## Exercise prompt:
The pictures are to be left out, and all remaining data is to be transcribed exactly as it appears.

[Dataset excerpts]
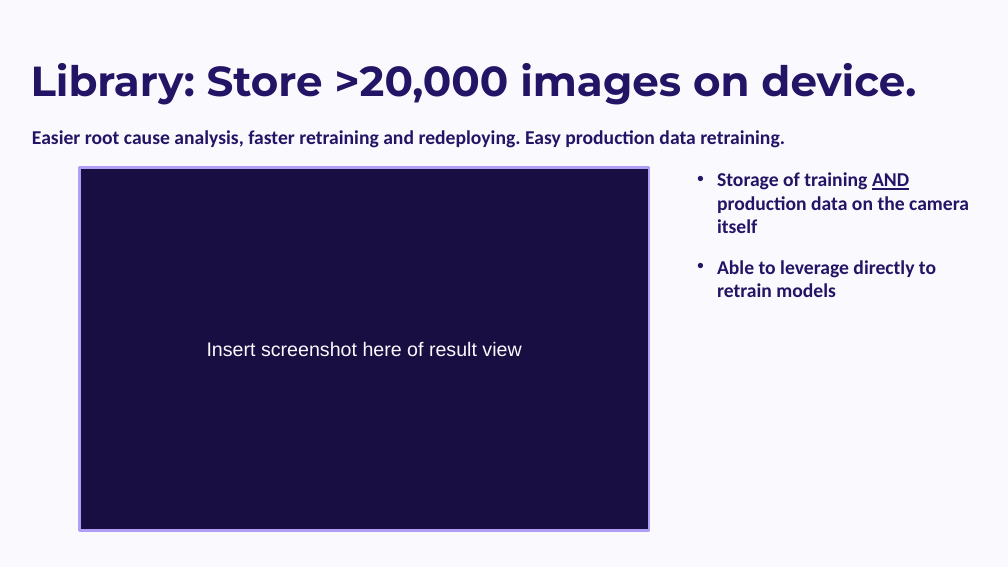
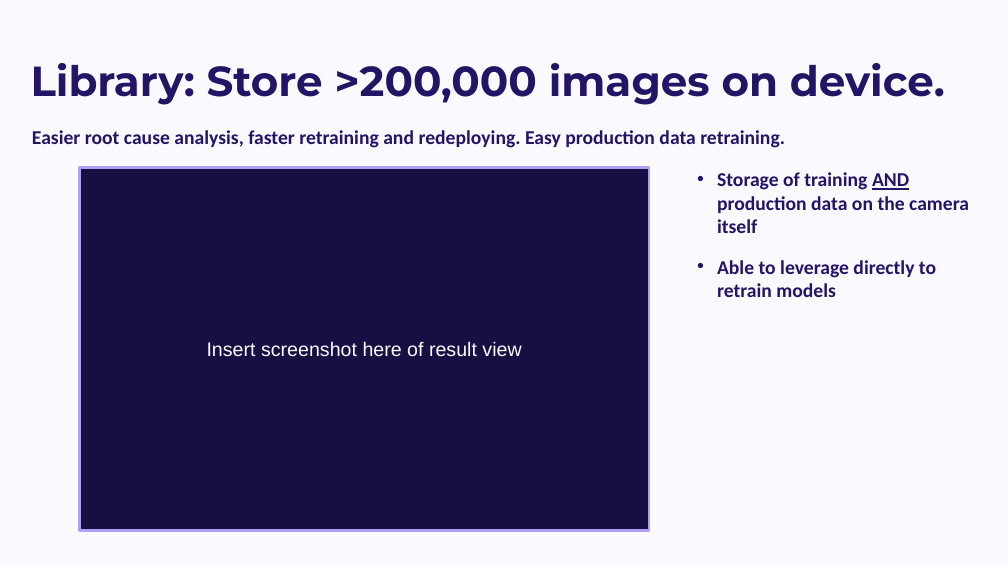
Before and after one commit to skrishnan99/ov_screenshot_generator, a slide deck: slide 1 of skills/overview-deck/assets/reference/library.pptx. Drawn at 1008x567 pixels with LibreOffice and Linux fonts; fonts in the diff are those of the drawing. Boxes give left, top, right and bottom in pixels: in the first picture for what was removed or moved away, otherwise in the second. Text is boxed around its words. In the diff, an @@ line names an element or a change of style, - is before the commit and + after.

```diff
--- a/skills/overview-deck/assets/reference/library.pptx
+++ b/skills/overview-deck/assets/reference/library.pptx
@@ text at bbox=[31, 63, 945, 105]: text changed @@
-Library: Store >20,000 images on device.
+Library: Store >200,000 images on device.
```
Also in this commit, not shown: 4 other files.
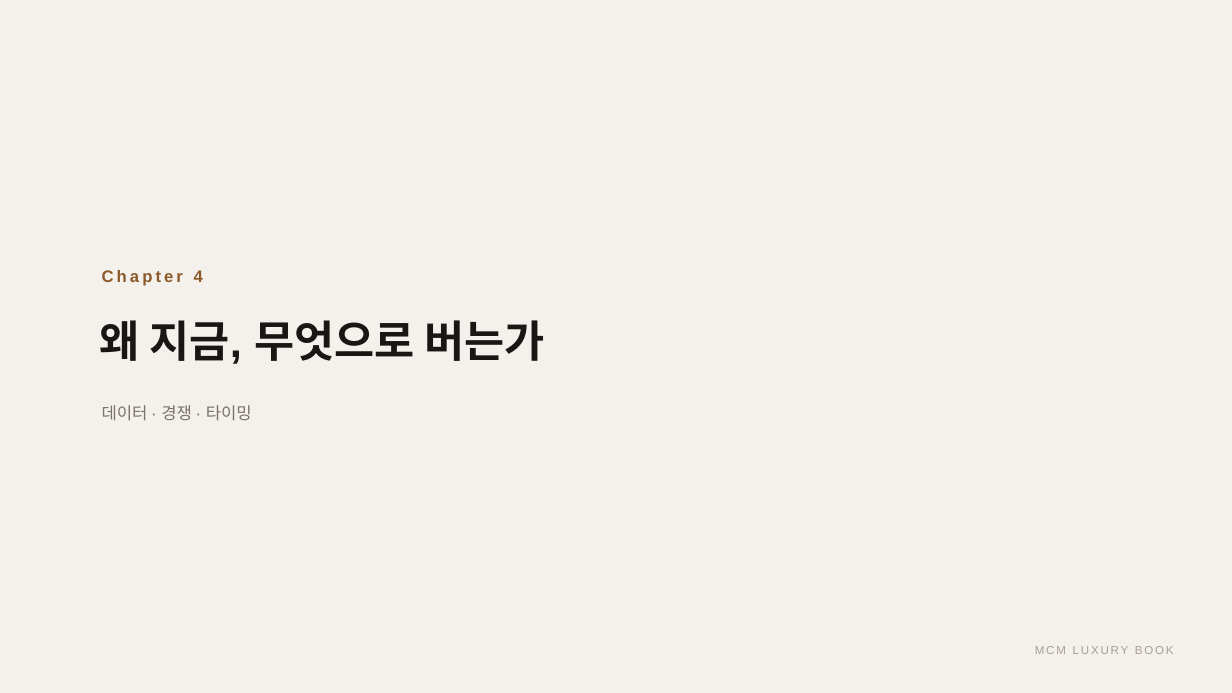
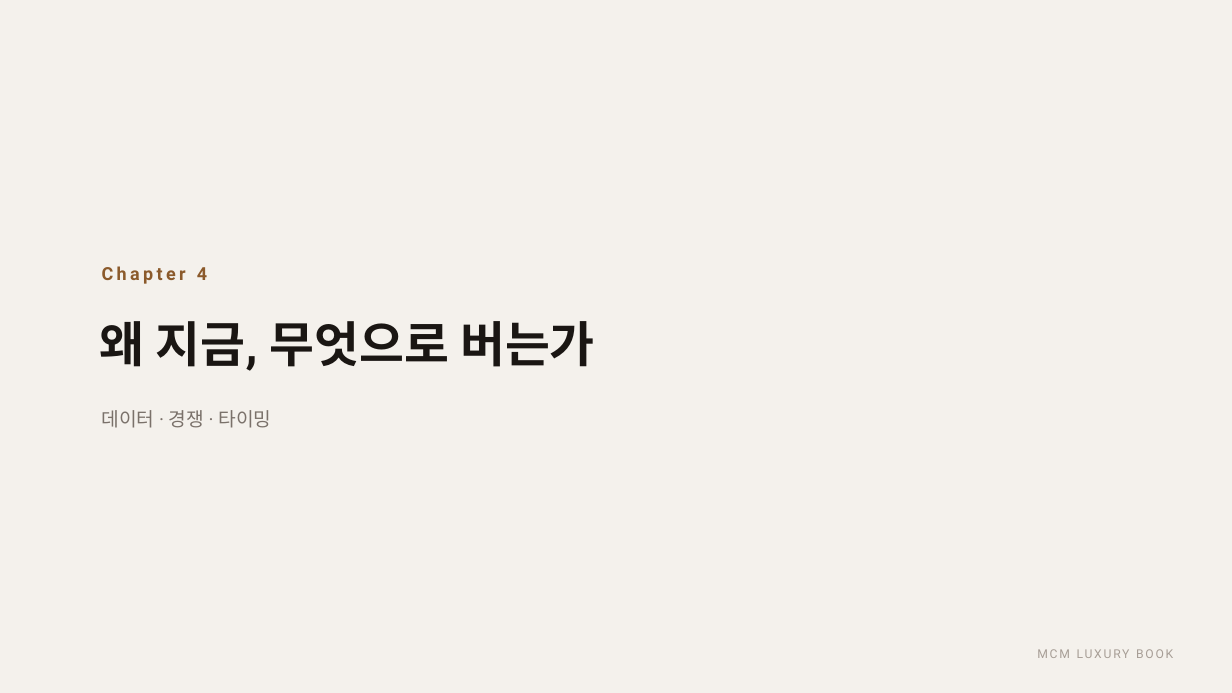
Before and after one commit to elominatedCloud/likeGonzi, a slide deck: slide 17 of docs/ir/MCM_Luxury_Book_IR.pptx (slide 14 before the commit). Drawn at 1232x693 pixels with LibreOffice and Linux fonts; fonts in the diff are those of the drawing. Boxes give left, top, right and bottom in pixels: in the first picture for what was removed or moved away, otherwise in the second. Text is boxed around its words. In the diff, an @@ line names an element or a change of style, - is before the commit and + after.

```diff
--- a/docs/ir/MCM_Luxury_Book_IR.pptx
+++ b/docs/ir/MCM_Luxury_Book_IR.pptx
@@ text "Chapter 4" at [102,266,207,284]: size 13 to 14 pt, font Arial to Roboto, letter spacing 2.4 to 2.6 pt @@
@@ text "왜 지금, 무엇으로 버는가" at [100,321,595,371]: size 34 to 38 pt, font Arial to Roboto @@
@@ text "데이터 · 경쟁 · 타이밍" at [102,410,271,428]: size 13 to 15 pt, font Arial to Roboto @@
@@ text "MCM LUXURY BOOK" at [1037,649,1173,658]: size 9 to 9.5 pt, font Arial to Roboto @@
```
Also in this commit, not shown: 12 other slides changed, 9 slides added, 6 slides removed, 5 other files.

## Exercise solution:
Before and after one commit to skrishnan99/ov_screenshot_generator, a slide deck: slide 1 of skills/overview-deck/assets/reference/library.pptx. Drawn at 1008x567 pixels with LibreOffice and Linux fonts; fonts in the diff are those of the drawing. Boxes give left, top, right and bottom in pixels: in the first picture for what was removed or moved away, otherwise in the second. Text is boxed around its words. In the diff, an @@ line names an element or a change of style, - is before the commit and + after.

```diff
--- a/skills/overview-deck/assets/reference/library.pptx
+++ b/skills/overview-deck/assets/reference/library.pptx
@@ text at bbox=[31, 63, 945, 105]: text changed @@
-Library: Store >20,000 images on device.
+Library: Store >200,000 images on device.
```
Also in this commit, not shown: 4 other files.
Before and after one commit to elominatedCloud/likeGonzi, a slide deck: slide 17 of docs/ir/MCM_Luxury_Book_IR.pptx (slide 14 before the commit). Drawn at 1232x693 pixels with LibreOffice and Linux fonts; fonts in the diff are those of the drawing. Boxes give left, top, right and bottom in pixels: in the first picture for what was removed or moved away, otherwise in the second. Text is boxed around its words. In the diff, an @@ line names an element or a change of style, - is before the commit and + after.

```diff
--- a/docs/ir/MCM_Luxury_Book_IR.pptx
+++ b/docs/ir/MCM_Luxury_Book_IR.pptx
@@ text "Chapter 4" at [102,266,207,284]: size 13 to 14 pt, font Arial to Roboto, letter spacing 2.4 to 2.6 pt @@
@@ text "왜 지금, 무엇으로 버는가" at [100,321,595,371]: size 34 to 38 pt, font Arial to Roboto @@
@@ text "데이터 · 경쟁 · 타이밍" at [102,410,271,428]: size 13 to 15 pt, font Arial to Roboto @@
@@ text "MCM LUXURY BOOK" at [1037,649,1173,658]: size 9 to 9.5 pt, font Arial to Roboto @@
```
Also in this commit, not shown: 12 other slides changed, 9 slides added, 6 slides removed, 5 other files.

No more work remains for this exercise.